I DON'T KNOW WHAT IT IS and DINNER AT EIGHT

Both Want One (2004)

"I Don't Know What It Is. That's relating to my personality and faced with the equation of being a young romantic and what that entails - which is you drink a lot, and lose yourself and at a certain point you have to snap out of it and become a man. There are very few times in my life where I have written a song and the music itself has actually saved my life. I don't think that happens very often but for me that one song was a plain message of having to get your house in order and deal with your shit.

"The other song that is coupled with that, of course, is Dinner At Eight, about my dad. I think once you develop a little bit more you start to look outwards and investigate this fantastic and horrifying family that I am surrounded with, these titanic figures. Be it my dad [Loudon Wainwright III] or my sister [Martha Wainwright] or my mother [Kate McGarrigle]. Around that time anyways we were trying to come to terms, all of us, with what it meant. Here we are, all these singer/songwriters, with all of our tremendous egos, but we all love each other and are keenly aware that we will serve each other better as a unit that as adversaries."

GOING TO A TOWN

From Release The Stars (2007)

"Obviously, in retrospect, it seems obvious one would sing protest songs against the Bush government and the war in Iraq, and really put your neck out there and make a statement. But the truth of the matter is, nobody really was and the backlash against you if you did was so profound. This was the Dixie Chicks-era of getting booed off stage. When I wrote Going to a Town it was right in the storm of that period and I think it was an important song for that time attacking the American government directly for how they were acting."

ZEBULON

From All Days Are Nights: Song For Lulu (2010)

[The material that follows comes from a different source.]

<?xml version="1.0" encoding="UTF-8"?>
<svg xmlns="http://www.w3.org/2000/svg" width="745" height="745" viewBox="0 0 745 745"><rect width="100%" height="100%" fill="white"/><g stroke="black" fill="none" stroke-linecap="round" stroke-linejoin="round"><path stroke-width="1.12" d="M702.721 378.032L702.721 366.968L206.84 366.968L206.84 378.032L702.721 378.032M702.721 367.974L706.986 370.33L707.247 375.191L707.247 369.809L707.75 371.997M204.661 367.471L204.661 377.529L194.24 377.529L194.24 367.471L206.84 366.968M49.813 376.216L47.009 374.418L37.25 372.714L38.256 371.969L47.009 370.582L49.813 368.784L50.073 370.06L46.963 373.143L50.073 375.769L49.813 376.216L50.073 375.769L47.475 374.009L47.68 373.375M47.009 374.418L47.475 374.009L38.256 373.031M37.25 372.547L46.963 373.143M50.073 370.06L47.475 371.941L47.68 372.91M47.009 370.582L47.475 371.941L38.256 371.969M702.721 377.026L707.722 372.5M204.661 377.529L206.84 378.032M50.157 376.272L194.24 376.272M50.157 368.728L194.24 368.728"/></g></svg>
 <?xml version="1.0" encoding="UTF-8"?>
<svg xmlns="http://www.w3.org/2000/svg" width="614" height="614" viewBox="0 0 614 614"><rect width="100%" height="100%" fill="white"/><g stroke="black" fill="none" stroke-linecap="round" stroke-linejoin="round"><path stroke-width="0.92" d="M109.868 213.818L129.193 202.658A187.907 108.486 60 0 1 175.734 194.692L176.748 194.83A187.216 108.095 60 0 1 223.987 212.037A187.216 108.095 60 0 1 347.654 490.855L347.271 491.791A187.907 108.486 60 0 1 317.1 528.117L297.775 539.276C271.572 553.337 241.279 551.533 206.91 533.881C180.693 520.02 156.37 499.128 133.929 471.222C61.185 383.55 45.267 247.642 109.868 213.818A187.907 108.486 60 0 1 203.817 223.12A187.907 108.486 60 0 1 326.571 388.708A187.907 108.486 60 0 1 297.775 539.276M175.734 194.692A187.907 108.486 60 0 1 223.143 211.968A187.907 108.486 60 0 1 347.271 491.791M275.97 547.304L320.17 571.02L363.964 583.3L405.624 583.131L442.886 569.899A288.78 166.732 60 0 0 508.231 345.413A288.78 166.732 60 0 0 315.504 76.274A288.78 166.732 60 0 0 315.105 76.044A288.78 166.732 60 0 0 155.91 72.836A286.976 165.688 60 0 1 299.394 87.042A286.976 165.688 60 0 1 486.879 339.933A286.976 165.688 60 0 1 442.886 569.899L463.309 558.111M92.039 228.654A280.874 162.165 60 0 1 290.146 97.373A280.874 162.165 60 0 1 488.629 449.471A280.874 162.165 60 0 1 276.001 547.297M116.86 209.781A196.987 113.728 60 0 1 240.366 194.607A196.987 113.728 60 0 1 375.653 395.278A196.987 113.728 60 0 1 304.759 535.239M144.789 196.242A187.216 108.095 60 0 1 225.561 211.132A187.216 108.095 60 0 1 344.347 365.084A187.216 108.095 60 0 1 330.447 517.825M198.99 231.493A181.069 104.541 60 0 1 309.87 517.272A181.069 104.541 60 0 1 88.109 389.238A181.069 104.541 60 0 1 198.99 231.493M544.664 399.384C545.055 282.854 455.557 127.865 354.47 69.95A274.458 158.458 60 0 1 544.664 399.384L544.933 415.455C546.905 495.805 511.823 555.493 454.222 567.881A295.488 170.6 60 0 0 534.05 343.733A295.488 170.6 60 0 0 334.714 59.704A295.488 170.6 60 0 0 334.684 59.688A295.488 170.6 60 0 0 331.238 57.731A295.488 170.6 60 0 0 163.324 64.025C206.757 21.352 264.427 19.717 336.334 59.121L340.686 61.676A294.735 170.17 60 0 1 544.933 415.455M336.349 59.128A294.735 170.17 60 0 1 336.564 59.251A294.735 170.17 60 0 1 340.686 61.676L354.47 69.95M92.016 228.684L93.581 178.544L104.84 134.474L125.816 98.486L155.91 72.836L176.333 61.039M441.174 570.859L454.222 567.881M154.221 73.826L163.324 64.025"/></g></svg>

"It's not necessarily dealing with it but it's inhabiting or orbiting the grief that I was experiencing with my mother's illness and subsequent death. It's a song that she both knew, I sang it for her and she really adored it, and that later on I clung to when I was in the storm of her passing. Zebulon, when it's done right and all the elements are in place, can be a very moving experience. It's is on one hand so dramatic but also stark at the same time."

MONTAUK

From Out of the Game (2012)

"It is about my daughter [Viva Katherine Wainwright Cohen] and my husband [Jorn Weisbrodt] and I, our hopes and fears [about] being fathers and getting the attention and giving the attention needed by children. It's the next generation, the next step."

Rufus Wainwright plays Sydney's Taronga Zoo on March 7, and the State Theatre on March 9; and Melbourne's Palais Theatre on March 4.